# First time offset smoker build



## Roku (Jul 4, 2020)

Hey guys.  Finally decided to pull the trigger and make a smoker.  I used feldon's calculator to come up with the pipe dimensions.  I am using 24" pipe 40" for the smoke box and 14" for the firebox.  The firebox pipe is 1/4" wall and the smoke box looks to be 5/16 but it is a bit pitted so I would guess 1/4 in the thinnest areas.  The firebox looks a little small to me, but I figured I would follow the calculator now and then if/when I make another one adjust it to my liking.







I did some CAD work the last few weeks and finally decided to pick up metal and start on it the last couple days. I am using 2x2x1/8" for the frame.  I wanted to cope the tubes to fit the tube well. So I 3d printed some jigs to help with coping worked out pretty well. and got the fitup i wanted.

























Got the frame fully welded up.






Some random weld pics





















Here is the smoke chamber mounted on the frame and firebox sitting next to it so I could see how it would look






Lastly cleaned up the smoker with wire looks a lot better.  Debating if I just want to keep it oiled or actually paint it. 
	

		
			
		

		
	








So this is where it stands now.  Next steps I want to do are to cut the smoke chamber door.  I need to pick up some 1018 and machine some hinges that I designed. And then a decent amount of plasma cutting and welding.  Not sure if I want to fully tig everything or go in and finish all the heavy stuff with the stick welder.  Hoping to get a lot done mon-weds this week.


----------



## forktender (Jul 5, 2020)

I wish I had those skills, nice craftsmanship I'm looking forward to seeing it completed.

Thanks for posting.
Dan


----------



## sawhorseray (Jul 5, 2020)

Very exciting, really a great piece of work, you run a nice puddle too. RAY


----------



## smokin peachey (Jul 5, 2020)

Looks like you are off to a good start. I’m a bit concerned with the length and diameter of the firebox.  I think a smaller diameter longer piece might work a lot better for you.


----------



## mike243 (Jul 5, 2020)

Looks great, I would have to build a 2 piece door on the fire box, separated in the lower to middle so when you open it to add wood the coals wouldn't spill out , nothing wrong with trading length of it to height but a air leak will let the temps run wild with a vertical stacked fire, similar to a gravity fed cabinet.


----------



## SmokinAl (Jul 6, 2020)

Those are some beautiful welds. I know this because my son Is a certified welder & his welds look like yours. Just fantastic craftsmanship!
Awesome!!!
Wish the welds on my Lang looked that good!
Al


----------



## Roku (Jul 6, 2020)

smokin peachey said:


> Looks like you are off to a good start. I’m a bit concerned with the length and diameter of the firebox.  I think a smaller diameter longer piece might work a lot better for you.

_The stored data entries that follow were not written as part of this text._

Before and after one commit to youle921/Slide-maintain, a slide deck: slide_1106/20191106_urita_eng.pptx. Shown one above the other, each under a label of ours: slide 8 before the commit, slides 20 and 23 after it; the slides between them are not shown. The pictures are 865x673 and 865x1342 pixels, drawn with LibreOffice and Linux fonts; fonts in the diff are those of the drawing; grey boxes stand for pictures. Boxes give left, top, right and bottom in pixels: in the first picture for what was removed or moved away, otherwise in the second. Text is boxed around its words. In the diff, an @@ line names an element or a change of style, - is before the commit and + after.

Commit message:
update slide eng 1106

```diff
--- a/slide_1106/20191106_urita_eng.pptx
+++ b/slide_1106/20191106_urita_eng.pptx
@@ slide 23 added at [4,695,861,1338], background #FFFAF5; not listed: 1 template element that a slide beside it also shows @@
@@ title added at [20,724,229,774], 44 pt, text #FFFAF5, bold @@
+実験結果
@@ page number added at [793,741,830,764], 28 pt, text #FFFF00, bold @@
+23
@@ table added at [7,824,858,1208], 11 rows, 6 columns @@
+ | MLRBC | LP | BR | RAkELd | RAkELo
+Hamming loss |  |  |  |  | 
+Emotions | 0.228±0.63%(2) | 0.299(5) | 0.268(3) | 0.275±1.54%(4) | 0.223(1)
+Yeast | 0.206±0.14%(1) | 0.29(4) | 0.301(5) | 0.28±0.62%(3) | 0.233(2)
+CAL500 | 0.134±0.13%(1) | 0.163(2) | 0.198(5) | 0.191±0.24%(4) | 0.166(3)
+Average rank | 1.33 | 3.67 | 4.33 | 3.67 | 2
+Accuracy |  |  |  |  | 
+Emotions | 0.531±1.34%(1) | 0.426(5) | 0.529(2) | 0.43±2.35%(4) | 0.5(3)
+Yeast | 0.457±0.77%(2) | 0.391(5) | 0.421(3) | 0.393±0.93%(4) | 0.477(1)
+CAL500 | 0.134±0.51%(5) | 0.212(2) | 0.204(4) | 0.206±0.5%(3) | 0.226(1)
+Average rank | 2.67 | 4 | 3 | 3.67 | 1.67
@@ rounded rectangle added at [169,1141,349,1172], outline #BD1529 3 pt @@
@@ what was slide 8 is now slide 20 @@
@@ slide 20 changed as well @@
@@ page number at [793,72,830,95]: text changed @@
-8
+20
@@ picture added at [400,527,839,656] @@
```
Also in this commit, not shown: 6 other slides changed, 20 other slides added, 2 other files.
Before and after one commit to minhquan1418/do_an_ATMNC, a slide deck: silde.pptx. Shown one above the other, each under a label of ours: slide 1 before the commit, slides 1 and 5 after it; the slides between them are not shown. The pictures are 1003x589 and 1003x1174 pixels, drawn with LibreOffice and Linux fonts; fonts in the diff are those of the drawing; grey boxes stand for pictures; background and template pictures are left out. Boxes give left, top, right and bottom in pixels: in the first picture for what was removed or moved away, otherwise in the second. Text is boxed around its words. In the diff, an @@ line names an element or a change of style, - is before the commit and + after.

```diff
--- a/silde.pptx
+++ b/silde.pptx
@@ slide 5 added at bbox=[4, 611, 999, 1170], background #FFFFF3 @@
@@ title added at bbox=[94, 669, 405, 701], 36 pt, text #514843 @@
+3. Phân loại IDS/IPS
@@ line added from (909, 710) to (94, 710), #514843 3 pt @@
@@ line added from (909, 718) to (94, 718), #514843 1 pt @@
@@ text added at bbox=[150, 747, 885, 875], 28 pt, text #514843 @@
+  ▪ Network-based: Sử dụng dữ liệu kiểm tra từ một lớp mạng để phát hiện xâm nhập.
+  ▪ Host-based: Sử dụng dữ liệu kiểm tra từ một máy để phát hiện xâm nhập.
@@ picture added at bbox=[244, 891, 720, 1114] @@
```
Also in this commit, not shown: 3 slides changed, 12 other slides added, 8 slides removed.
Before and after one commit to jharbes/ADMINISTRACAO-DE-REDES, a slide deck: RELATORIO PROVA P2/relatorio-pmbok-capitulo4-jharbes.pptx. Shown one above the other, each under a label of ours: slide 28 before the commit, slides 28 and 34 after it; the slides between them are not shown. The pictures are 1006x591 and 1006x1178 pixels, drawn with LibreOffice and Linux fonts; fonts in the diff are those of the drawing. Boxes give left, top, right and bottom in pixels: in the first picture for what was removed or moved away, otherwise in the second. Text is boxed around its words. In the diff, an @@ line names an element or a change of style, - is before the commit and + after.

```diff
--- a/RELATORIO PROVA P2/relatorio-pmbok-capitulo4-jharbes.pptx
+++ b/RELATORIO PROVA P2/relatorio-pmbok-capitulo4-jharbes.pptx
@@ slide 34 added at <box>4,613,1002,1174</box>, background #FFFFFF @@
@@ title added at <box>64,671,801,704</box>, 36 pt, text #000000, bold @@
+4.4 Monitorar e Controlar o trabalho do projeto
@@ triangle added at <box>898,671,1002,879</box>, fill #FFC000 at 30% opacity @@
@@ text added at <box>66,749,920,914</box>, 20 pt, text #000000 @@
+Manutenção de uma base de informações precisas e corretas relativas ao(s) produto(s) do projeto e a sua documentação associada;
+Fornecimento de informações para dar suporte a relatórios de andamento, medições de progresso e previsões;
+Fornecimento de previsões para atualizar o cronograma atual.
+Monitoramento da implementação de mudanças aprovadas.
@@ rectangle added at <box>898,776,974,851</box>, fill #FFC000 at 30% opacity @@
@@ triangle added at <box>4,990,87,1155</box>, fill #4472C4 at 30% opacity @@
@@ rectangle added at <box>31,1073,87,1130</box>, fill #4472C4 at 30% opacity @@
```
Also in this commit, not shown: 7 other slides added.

Yea thats what I was worried about too.  The metal yard I got the pipe from is looking for some right now, not sure if I will be able to find a piece for the price I want to pay though.



mike243 said:


> Looks great, I would have to build a 2 piece door on the fire box, separated in the lower to middle so when you open it to add wood the coals wouldn't spill out , nothing wrong with trading length of it to height but a air leak will let the temps run wild with a vertical stacked fire, similar to a gravity fed cabinet.


Oh I might have to do that.  Ill start drawing up something and see what I come up with.


----------



## smokin peachey (Jul 6, 2020)

If your local supplier can’t get you a piece of pipe that is smaller diameter you could ask a metal shop to roll you a piece or make a square firebox.


----------



## Roku (Jul 6, 2020)

smokin peachey said:


> If your local supplier can’t get you a piece of pipe that is smaller diameter you could ask a metal shop to roll you a piece or make a square firebox.



What is a good length firebox to aim for?  

Also is it more for fire management? Or does a longer firebox help in other aspects?


----------



## smokin peachey (Jul 6, 2020)

Are you planning on insulating it at all. I double walled mine when built it with an airspace between it. A 20” x 20” piece would work. Here is a link to my build a few years ago. https://www.smokingmeatforums.com/threads/500-gallon-tank-build.250565/


----------



## Roku (Feb 28, 2021)

Hey guys sorry I disappeared for a bit ended up finishing the smoker and thought I would update. Finished it up in september and never came back to do a finish post.  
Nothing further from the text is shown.